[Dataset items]
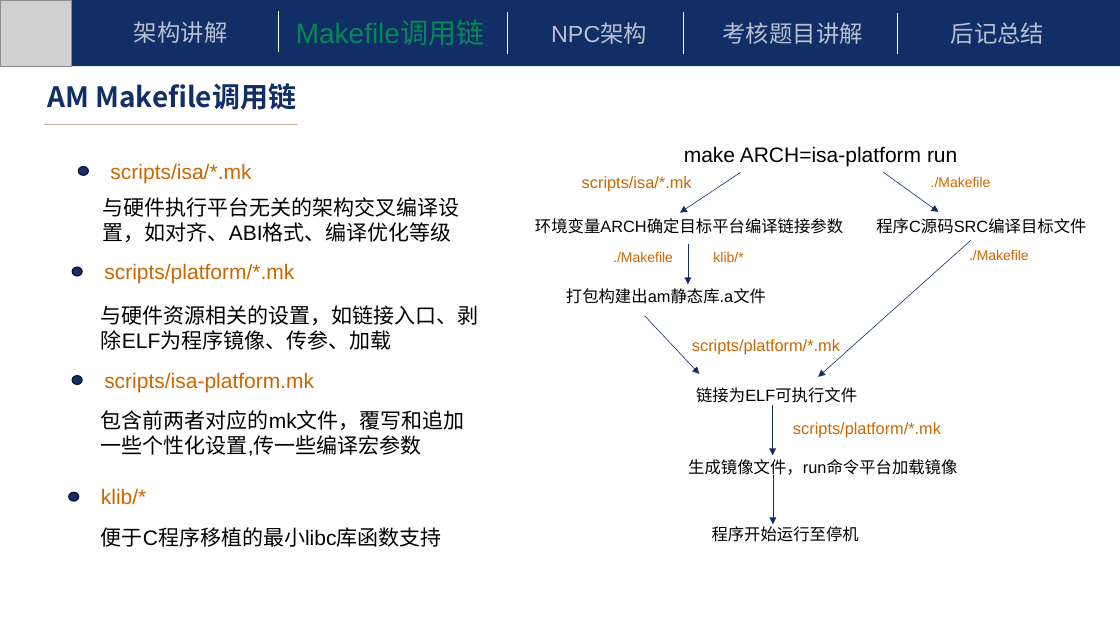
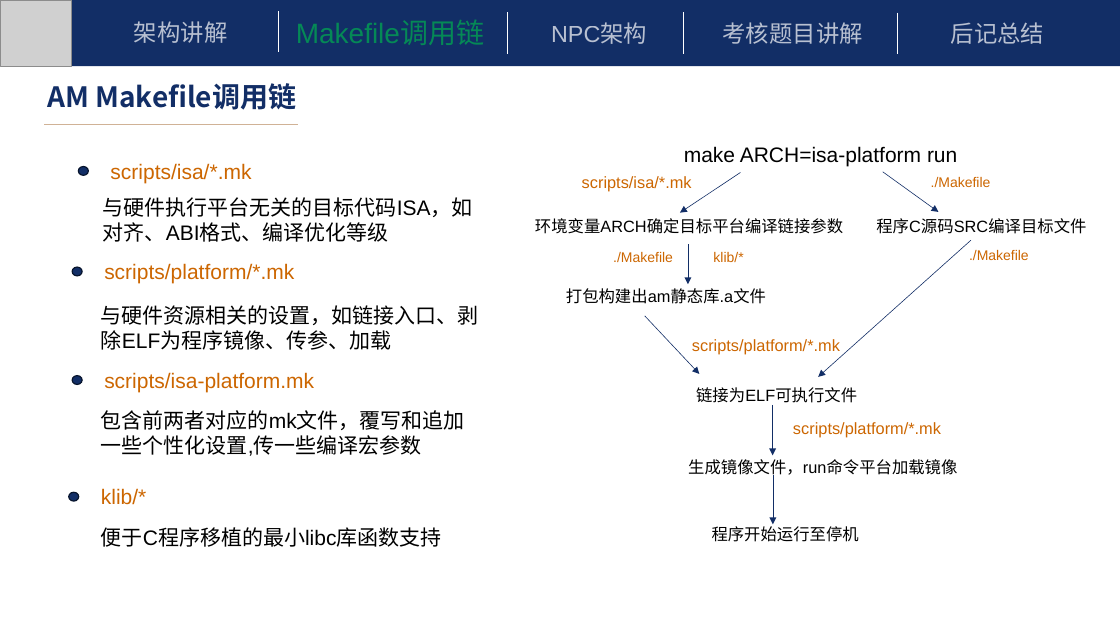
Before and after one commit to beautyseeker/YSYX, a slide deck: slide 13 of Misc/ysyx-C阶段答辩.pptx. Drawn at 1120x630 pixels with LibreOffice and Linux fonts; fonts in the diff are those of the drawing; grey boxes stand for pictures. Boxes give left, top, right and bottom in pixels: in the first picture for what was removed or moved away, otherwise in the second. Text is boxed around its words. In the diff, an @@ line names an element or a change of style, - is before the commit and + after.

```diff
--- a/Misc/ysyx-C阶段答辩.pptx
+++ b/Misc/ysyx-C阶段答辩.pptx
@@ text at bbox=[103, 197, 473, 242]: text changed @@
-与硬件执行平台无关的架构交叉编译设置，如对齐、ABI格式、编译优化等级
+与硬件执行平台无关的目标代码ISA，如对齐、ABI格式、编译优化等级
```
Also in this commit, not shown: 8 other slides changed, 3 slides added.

==

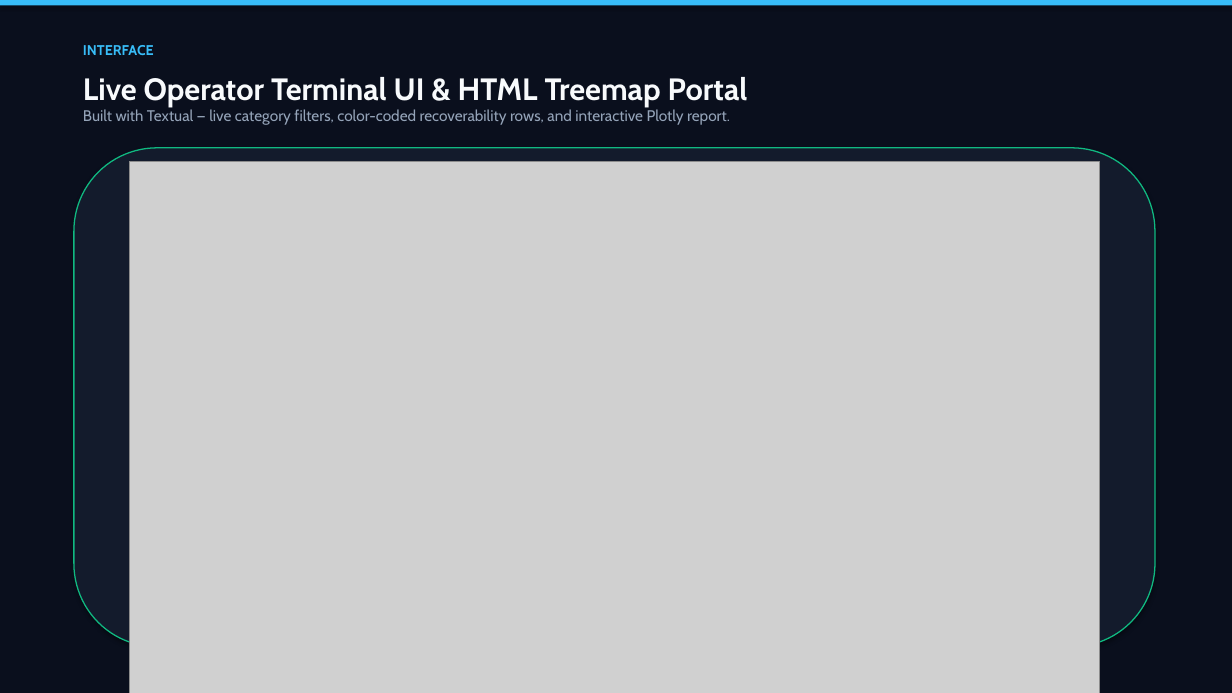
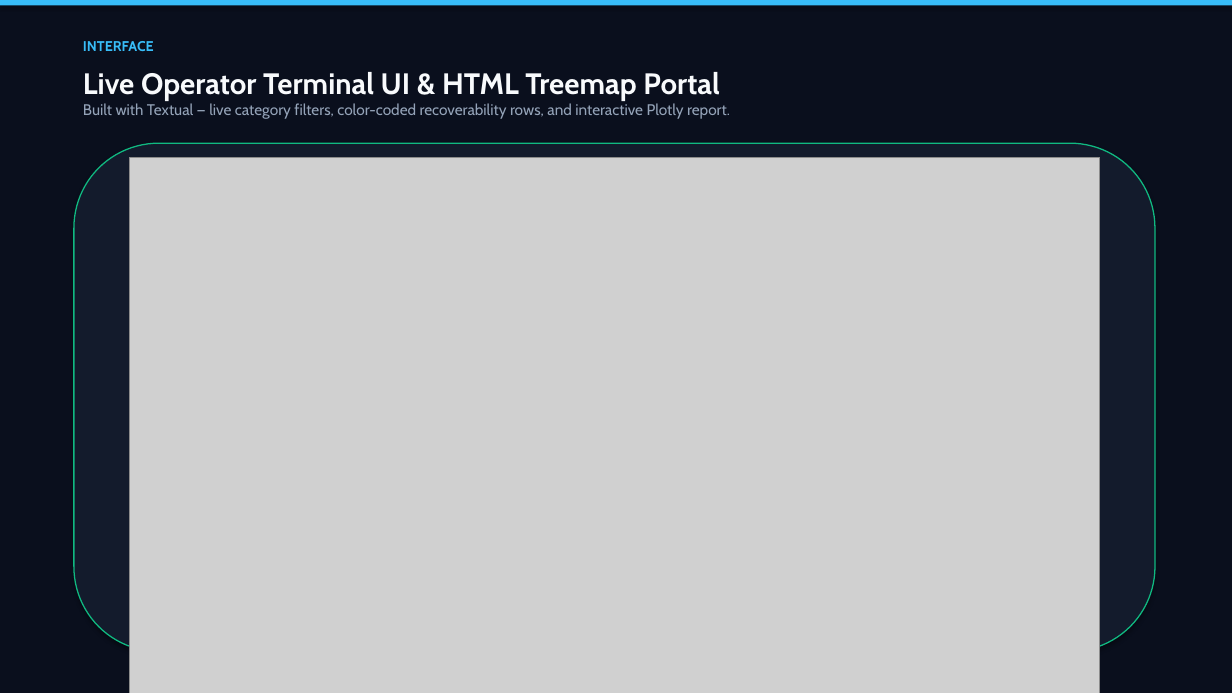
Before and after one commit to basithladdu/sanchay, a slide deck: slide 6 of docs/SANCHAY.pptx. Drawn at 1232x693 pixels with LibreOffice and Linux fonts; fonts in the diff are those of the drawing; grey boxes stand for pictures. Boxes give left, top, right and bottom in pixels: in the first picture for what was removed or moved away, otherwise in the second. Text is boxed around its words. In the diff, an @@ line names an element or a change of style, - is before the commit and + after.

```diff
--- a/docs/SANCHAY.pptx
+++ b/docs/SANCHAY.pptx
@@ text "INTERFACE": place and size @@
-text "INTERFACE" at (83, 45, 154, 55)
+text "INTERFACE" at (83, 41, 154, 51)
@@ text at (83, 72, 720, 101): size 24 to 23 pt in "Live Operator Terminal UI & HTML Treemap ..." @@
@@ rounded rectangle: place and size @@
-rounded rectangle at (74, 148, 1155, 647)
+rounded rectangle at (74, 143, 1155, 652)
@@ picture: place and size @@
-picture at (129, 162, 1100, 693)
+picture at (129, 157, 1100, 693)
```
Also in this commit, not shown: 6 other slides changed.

* * *

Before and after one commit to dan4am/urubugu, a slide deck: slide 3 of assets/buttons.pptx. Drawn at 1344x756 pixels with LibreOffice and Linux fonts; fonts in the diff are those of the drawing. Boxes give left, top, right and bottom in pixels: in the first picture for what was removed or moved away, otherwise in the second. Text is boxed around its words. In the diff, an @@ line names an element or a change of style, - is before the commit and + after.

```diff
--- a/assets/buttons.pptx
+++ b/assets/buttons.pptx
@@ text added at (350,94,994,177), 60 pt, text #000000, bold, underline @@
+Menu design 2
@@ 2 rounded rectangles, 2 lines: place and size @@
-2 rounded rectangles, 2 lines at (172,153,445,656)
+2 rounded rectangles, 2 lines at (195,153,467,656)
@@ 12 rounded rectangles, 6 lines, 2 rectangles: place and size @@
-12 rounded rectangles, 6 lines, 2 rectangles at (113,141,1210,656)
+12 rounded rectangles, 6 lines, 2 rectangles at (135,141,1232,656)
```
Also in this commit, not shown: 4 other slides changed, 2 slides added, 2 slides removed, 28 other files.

_Problem description:_
Retrieve each line from the records above where the word "ysyx" occurs.

_Written solution:_
Before and after one commit to beautyseeker/YSYX, a slide deck: slide 13 of Misc/ysyx-C阶段答辩.pptx. Drawn at 1120x630 pixels with LibreOffice and Linux fonts; fonts in the diff are those of the drawing; grey boxes stand for pictures. Boxes give left, top, right and bottom in pixels: in the first picture for what was removed or moved away, otherwise in the second. Text is boxed around its words. In the diff, an @@ line names an element or a change of style, - is before the commit and + after.
--- a/Misc/ysyx-C阶段答辩.pptx
+++ b/Misc/ysyx-C阶段答辩.pptx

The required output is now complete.